---- Task input
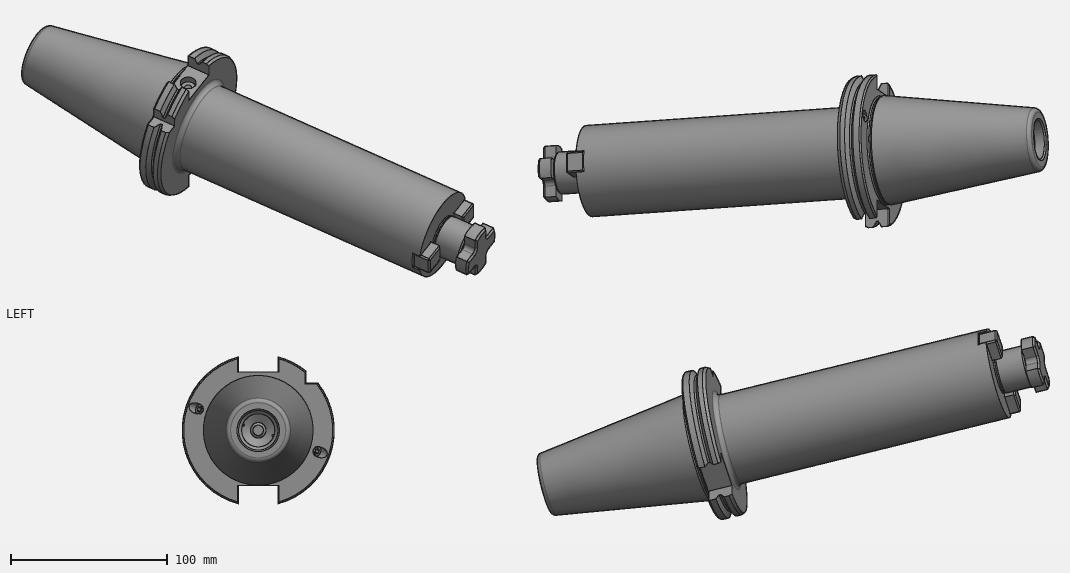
import cadquery as cq
import math


TOTAL_LENGTH = 330.8
TAPER_LENGTH = 102.0
RELIEF_LENGTH = 3.0
FLANGE_THICKNESS = 16.0
HEAD_THICKNESS = 9.0
PILOT_LENGTH = 20.2
FLANGE_START = TAPER_LENGTH + RELIEF_LENGTH
FLANGE_END = FLANGE_START + FLANGE_THICKNESS
FLANGE_MIDDLE = (FLANGE_START + FLANGE_END) / 2
PILOT_END = TOTAL_LENGTH - HEAD_THICKNESS
NOSE_FACE = PILOT_END - PILOT_LENGTH

TAPER_RATIO = 7 / 24
GAUGE_RADIUS = 70.0 / 2
SMALL_END_RADIUS = GAUGE_RADIUS - TAPER_LENGTH * TAPER_RATIO / 2
SMALL_END_FILLET = 3.0
RELIEF_DEPTH = 0.5
RELIEF_WALL = 1.0
FLANGE_RADIUS = 97.2 / 2
FLANGE_FRONT_CHAMFER = 1.0
FLANGE_BACK_CHAMFER_LENGTH = 2.0
FLANGE_BACK_CHAMFER_DEPTH = 1.0
GROOVE_FLOOR_WIDTH = 1.3
GROOVE_DEPTH = 3.5
GROOVE_WALL_ANGLE = math.radians(30)

BODY_RADIUS = 58.5 / 2
BODY_FILLET = 3.3
PILOT_RADIUS = 27.0 / 2
PILOT_CHAMFER = 1.0
UNDERCUT_LENGTH = 2.0
UNDERCUT_DEPTH = 0.3

SLOT_WIDTH = 25.0
SLOT_EDGE_CHAMFER = 0.5
TOP_SLOT_FLOOR = 37.5
BOTTOM_SLOT_FLOOR = 35.5
NOTCH_SIDE = 30.5
NOTCH_FLOOR = 30.0
RECESS_RADIUS = 5.0
RECESS_DEPTH = 4.5
RECESS_POINT_RADIUS = 2.3

MOUTH_RADIUS = 13.5
BORE_RADIUS = 12.5
BORE_DEPTH = 7.3
THREAD_RADIUS = 10.5
THREAD_END = 134.0
PASSAGE_RADIUS = 5.0
DRILL_POINT_SLOPE = math.tan(math.radians(30))

SCREW_RADIUS = 12.0 / 2
SCREW_LENGTH = 30.0
SCREW_TIP_RADIUS = 3.3
SCREW_TIP_CHAMFER = SCREW_RADIUS - SCREW_TIP_RADIUS
SCREW_START = PILOT_END - SCREW_LENGTH
HEAD_RADIUS = 35.7 / 2
HEAD_ARM_WIDTH = 13.0
HEAD_CORNER_FILLET = 3.0
HEAD_CHAMFER = 1.3

KEY_WIDTH = 13.5
KEY_SEAT_DEPTH = 5.3
KEY_PROJECTION = 7.0
KEY_INNER = 14.2
KEY_OUTER = 28.0
KEY_CHAMFER = 1.0

COOLANT_TURN = 19.6
COOLANT_TILT = math.radians(45)
COOLANT_MOUTH_RADIUS = 42.0
COOLANT_HOLE_RADIUS = 2.0
PLUG_RADIUS = 3.3
PLUG_LENGTH = 6.0
PLUG_DEPTH = 3.0
PLUG_SOCKET_WIDTH = 3.3
PLUG_SOCKET_DEPTH = 3.0

SIDES = (1, -1)


def revolve_about_x(points):
    """Turn a closed outline of (x, radius) points about the X axis."""
    return cq.Workplane("XZ").polyline(points).close().revolve(360, (0, 0, 0), (1, 0, 0))


def cylinder_along_x(radius, start, end):
    return cq.Workplane("YZ", origin=(start, 0, 0)).circle(radius).extrude(end - start)


def block(x_range, y_range, z_range):
    """Box between the given limits on each axis."""
    ranges = (x_range, y_range, z_range)
    sizes = [high - low for low, high in ranges]
    low_corner = tuple(low for low, high in ranges)
    return cq.Workplane("XY").box(*sizes, centered=False).translate(low_corner)



def holder_blank():
    """Turned outside: taper, relief, flange, body and pilot."""
    relief_radius = GAUGE_RADIUS - RELIEF_DEPTH
    undercut_radius = PILOT_RADIUS - UNDERCUT_DEPTH
    fillet_offset = BODY_FILLET * (1 - math.sqrt(0.5))
    blank = (
        cq.Workplane("XZ")
        .moveTo(0, 0)
        .lineTo(0, SMALL_END_RADIUS)
        .lineTo(TAPER_LENGTH, GAUGE_RADIUS)
        .lineTo(TAPER_LENGTH + RELIEF_WALL, relief_radius)
        .lineTo(FLANGE_START - RELIEF_WALL, relief_radius)
        .lineTo(FLANGE_START, GAUGE_RADIUS)
        .lineTo(FLANGE_START, FLANGE_RADIUS - FLANGE_FRONT_CHAMFER)
        .lineTo(FLANGE_START + FLANGE_FRONT_CHAMFER, FLANGE_RADIUS)
        .lineTo(FLANGE_END - FLANGE_BACK_CHAMFER_LENGTH, FLANGE_RADIUS)
        .lineTo(FLANGE_END, FLANGE_RADIUS - FLANGE_BACK_CHAMFER_DEPTH)
        .lineTo(FLANGE_END, BODY_RADIUS + BODY_FILLET)
        .threePointArc(
            (FLANGE_END + fillet_offset, BODY_RADIUS + fillet_offset),
            (FLANGE_END + BODY_FILLET, BODY_RADIUS),
        )
        .lineTo(NOSE_FACE, BODY_RADIUS)
        .lineTo(NOSE_FACE, undercut_radius)
        .lineTo(NOSE_FACE + UNDERCUT_LENGTH / 2, undercut_radius)
        .lineTo(NOSE_FACE + UNDERCUT_LENGTH, PILOT_RADIUS)
        .lineTo(PILOT_END - PILOT_CHAMFER, PILOT_RADIUS)
        .lineTo(PILOT_END, PILOT_RADIUS - PILOT_CHAMFER)
        .lineTo(PILOT_END, 0)
        .close()
        .revolve(360, (0, 0, 0), (1, 0, 0))
    )
    return blank.faces("<X").edges().fillet(SMALL_END_FILLET)


def gripper_groove():
    """Ring with sloped walls that cuts the groove in the flange rim."""
    floor_half = GROOVE_FLOOR_WIDTH / 2
    rim_half = floor_half + GROOVE_DEPTH * math.tan(GROOVE_WALL_ANGLE)
    floor_radius = FLANGE_RADIUS - GROOVE_DEPTH
    return revolve_about_x([
        (FLANGE_MIDDLE - floor_half, floor_radius),
        (FLANGE_MIDDLE + floor_half, floor_radius),
        (FLANGE_MIDDLE + rim_half, FLANGE_RADIUS),
        (FLANGE_MIDDLE - rim_half, FLANGE_RADIUS),
    ])


def flange_cutter(y_low, y_high, z_low, z_high, floor_flare=0):
    """Block through the flange, flared as an edge chamfer at the taper-side face."""
    y_range = (y_low, y_high)
    z_range = (z_low, z_high)
    cutter = block((FLANGE_START, FLANGE_END), y_range, z_range)
    width = y_high - y_low
    height = z_high - z_low
    flare = (
        cq.Workplane("YZ", origin=(FLANGE_START, (y_low + y_high) / 2, (z_low + z_high) / 2))
        .rect(width + 2 * SLOT_EDGE_CHAMFER, height + 2 * floor_flare)
        .workplane(offset=SLOT_EDGE_CHAMFER)
        .rect(width, height)
        .loft(ruled=True)
    )
    return cutter.union(flare)


def drive_slots():
    """Two slots of different depth at the top and bottom of the flange."""
    slot_half = SLOT_WIDTH / 2
    top = flange_cutter(-slot_half, slot_half, TOP_SLOT_FLOOR, FLANGE_RADIUS)
    bottom = flange_cutter(-slot_half, slot_half, -FLANGE_RADIUS, -BOTTOM_SLOT_FLOOR)
    return top.union(bottom)


def orientation_notch():
    """Corner cut from the flange rim between +Z and -Y."""
    return flange_cutter(
        -FLANGE_RADIUS, -NOTCH_SIDE, NOTCH_FLOOR, FLANGE_RADIUS, floor_flare=SLOT_EDGE_CHAMFER
    )


def slot_recess():
    """Flat recess in the floor of the top slot, with a conical point at its center."""
    floor = cq.Workplane("XY", origin=(FLANGE_MIDDLE, 0, TOP_SLOT_FLOOR))
    recess = floor.circle(RECESS_RADIUS).extrude(-RECESS_DEPTH)
    point = cq.Workplane(cq.Solid.makeCone(
        RECESS_POINT_RADIUS,
        0,
        RECESS_POINT_RADIUS,
        pnt=cq.Vector(FLANGE_MIDDLE, 0, TOP_SLOT_FLOOR - RECESS_DEPTH),
        dir=cq.Vector(0, 0, -1),
    ))
    return recess.union(point)


def center_bore():
    """Stepped bore from the small end, then a passage up to the clamping screw."""
    mouth_chamfer = MOUTH_RADIUS - BORE_RADIUS
    step = BORE_RADIUS - THREAD_RADIUS
    point_length = (THREAD_RADIUS - PASSAGE_RADIUS) * DRILL_POINT_SLOPE
    return revolve_about_x([
        (0, 0),
        (0, MOUTH_RADIUS),
        (mouth_chamfer, BORE_RADIUS),
        (BORE_DEPTH, BORE_RADIUS),
        (BORE_DEPTH + step, THREAD_RADIUS),
        (THREAD_END, THREAD_RADIUS),
        (THREAD_END + point_length, PASSAGE_RADIUS),
        (SCREW_START + SCREW_TIP_CHAMFER, PASSAGE_RADIUS),
        (SCREW_START + SCREW_TIP_CHAMFER, 0),
    ])


def key_seats():
    """Slot across the nose face on both sides of the pilot."""
    seats = cq.Workplane("XY")
    for side in SIDES:
        y_range = sorted((side * KEY_INNER, side * FLANGE_RADIUS))
        seats = seats.union(block(
            (NOSE_FACE - KEY_SEAT_DEPTH, NOSE_FACE),
            y_range,
            (-KEY_WIDTH / 2, KEY_WIDTH / 2),
        ))
    return seats


def coolant_plane(side):
    """Work plane at a coolant hole mouth, its normal pointing down the hole."""
    turn = math.radians(COOLANT_TURN)
    out_y = side * math.cos(turn)
    out_z = side * math.sin(turn)
    inward = math.sin(COOLANT_TILT)
    return cq.Workplane(cq.Plane(
        origin=(FLANGE_START, COOLANT_MOUTH_RADIUS * out_y, COOLANT_MOUTH_RADIUS * out_z),
        xDir=(0, -out_z, out_y),
        normal=(math.cos(COOLANT_TILT), -inward * out_y, -inward * out_z),
    ))


def coolant_hole(side):
    """Plug bore at the flange face and the narrower hole that runs on to the center bore."""
    mouth = coolant_plane(side)
    plug_end = PLUG_DEPTH + PLUG_LENGTH
    overrun = 2 * PLUG_RADIUS
    plug_bore = mouth.workplane(offset=-overrun).circle(PLUG_RADIUS).extrude(plug_end + overrun)
    reach = (COOLANT_MOUTH_RADIUS - PASSAGE_RADIUS - COOLANT_HOLE_RADIUS) / math.sin(COOLANT_TILT)
    passage = mouth.circle(COOLANT_HOLE_RADIUS).extrude(reach)
    flange_side = cylinder_along_x(FLANGE_RADIUS, FLANGE_START, NOSE_FACE)
    return plug_bore.union(passage).intersect(flange_side)


def make_holder():
    holder = (
        holder_blank()
        .cut(gripper_groove())
        .cut(drive_slots())
        .cut(orientation_notch())
        .cut(slot_recess())
        .cut(center_bore())
        .cut(screw_shank())
        .cut(key_seats())
    )
    for side in SIDES:
        holder = holder.cut(coolant_hole(side))
    return holder



def screw_shank():
    """Shank with a chamfered tip, ending at the pilot end face."""
    return revolve_about_x([
        (SCREW_START, 0),
        (SCREW_START, SCREW_TIP_RADIUS),
        (SCREW_START + SCREW_TIP_CHAMFER, SCREW_RADIUS),
        (PILOT_END, SCREW_RADIUS),
        (PILOT_END, 0),
    ])


def screw_head():
    """Cross of four arms with rounded inner corners, trimmed round and chamfered at the free end."""
    arm_half = HEAD_ARM_WIDTH / 2
    x_range = (PILOT_END, TOTAL_LENGTH)
    long_side = (-HEAD_RADIUS, HEAD_RADIUS)
    short_side = (-arm_half, arm_half)
    cross = block(x_range, long_side, short_side).union(block(x_range, short_side, long_side))
    corner_reach = arm_half + HEAD_CORNER_FILLET / 2
    inner_corners = cq.selectors.BoxSelector(
        (PILOT_END, -corner_reach, -corner_reach),
        (TOTAL_LENGTH, corner_reach, corner_reach),
    )
    cross = cross.edges("|X").edges(inner_corners).fillet(HEAD_CORNER_FILLET)
    head = cross.intersect(cylinder_along_x(HEAD_RADIUS, PILOT_END, TOTAL_LENGTH))
    return head.faces(">X").chamfer(HEAD_CHAMFER)


def make_clamping_screw():
    return screw_shank().union(screw_head())



def make_drive_key(side):
    """Key seated in the nose face, chamfered around its free end and its outer face."""
    y_range = sorted((side * KEY_INNER, side * KEY_OUTER))
    key = block(
        (NOSE_FACE - KEY_SEAT_DEPTH, NOSE_FACE + KEY_PROJECTION),
        y_range,
        (-KEY_WIDTH / 2, KEY_WIDTH / 2),
    )
    outer_face = ">Y" if side > 0 else "<Y"
    return key.faces(f">X or {outer_face}").edges().chamfer(KEY_CHAMFER)



def make_coolant_plug(side):
    """Set screw with a hexagon socket, sunk in the coolant hole."""
    outer_end = coolant_plane(side).workplane(offset=PLUG_DEPTH)
    plug = outer_end.circle(PLUG_RADIUS).extrude(PLUG_LENGTH)
    corner_diameter = PLUG_SOCKET_WIDTH / math.cos(math.radians(30))
    socket = outer_end.polygon(6, corner_diameter).extrude(PLUG_SOCKET_DEPTH)
    return plug.cut(socket)


holder = make_holder()
clamping_screw = make_clamping_screw()
drive_keys = [make_drive_key(side) for side in SIDES]
coolant_plugs = [make_coolant_plug(side) for side in SIDES]

bodies = [holder, clamping_screw, *drive_keys, *coolant_plugs]
result = cq.Compound.makeCompound([body.val() for body in bodies])
--------
Exercise aim — Give again, exactly, the lines from the start of the data through the one holding "SCREW_TIP_RADIUS = 3.3"; omit the pictures.

Response area —
import cadquery as cq
import math


TOTAL_LENGTH = 330.8
TAPER_LENGTH = 102.0
RELIEF_LENGTH = 3.0
FLANGE_THICKNESS = 16.0
HEAD_THICKNESS = 9.0
PILOT_LENGTH = 20.2
FLANGE_START = TAPER_LENGTH + RELIEF_LENGTH
FLANGE_END = FLANGE_START + FLANGE_THICKNESS
FLANGE_MIDDLE = (FLANGE_START + FLANGE_END) / 2
PILOT_END = TOTAL_LENGTH - HEAD_THICKNESS
NOSE_FACE = PILOT_END - PILOT_LENGTH

TAPER_RATIO = 7 / 24
GAUGE_RADIUS = 70.0 / 2
SMALL_END_RADIUS = GAUGE_RADIUS - TAPER_LENGTH * TAPER_RATIO / 2
SMALL_END_FILLET = 3.0
RELIEF_DEPTH = 0.5
RELIEF_WALL = 1.0
FLANGE_RADIUS = 97.2 / 2
FLANGE_FRONT_CHAMFER = 1.0
FLANGE_BACK_CHAMFER_LENGTH = 2.0
FLANGE_BACK_CHAMFER_DEPTH = 1.0
GROOVE_FLOOR_WIDTH = 1.3
GROOVE_DEPTH = 3.5
GROOVE_WALL_ANGLE = math.radians(30)

BODY_RADIUS = 58.5 / 2
BODY_FILLET = 3.3
PILOT_RADIUS = 27.0 / 2
PILOT_CHAMFER = 1.0
UNDERCUT_LENGTH = 2.0
UNDERCUT_DEPTH = 0.3

SLOT_WIDTH = 25.0
SLOT_EDGE_CHAMFER = 0.5
TOP_SLOT_FLOOR = 37.5
BOTTOM_SLOT_FLOOR = 35.5
NOTCH_SIDE = 30.5
NOTCH_FLOOR = 30.0
RECESS_RADIUS = 5.0
RECESS_DEPTH = 4.5
RECESS_POINT_RADIUS = 2.3

MOUTH_RADIUS = 13.5
BORE_RADIUS = 12.5
BORE_DEPTH = 7.3
THREAD_RADIUS = 10.5
THREAD_END = 134.0
PASSAGE_RADIUS = 5.0
DRILL_POINT_SLOPE = math.tan(math.radians(30))

SCREW_RADIUS = 12.0 / 2
SCREW_LENGTH = 30.0
SCREW_TIP_RADIUS = 3.3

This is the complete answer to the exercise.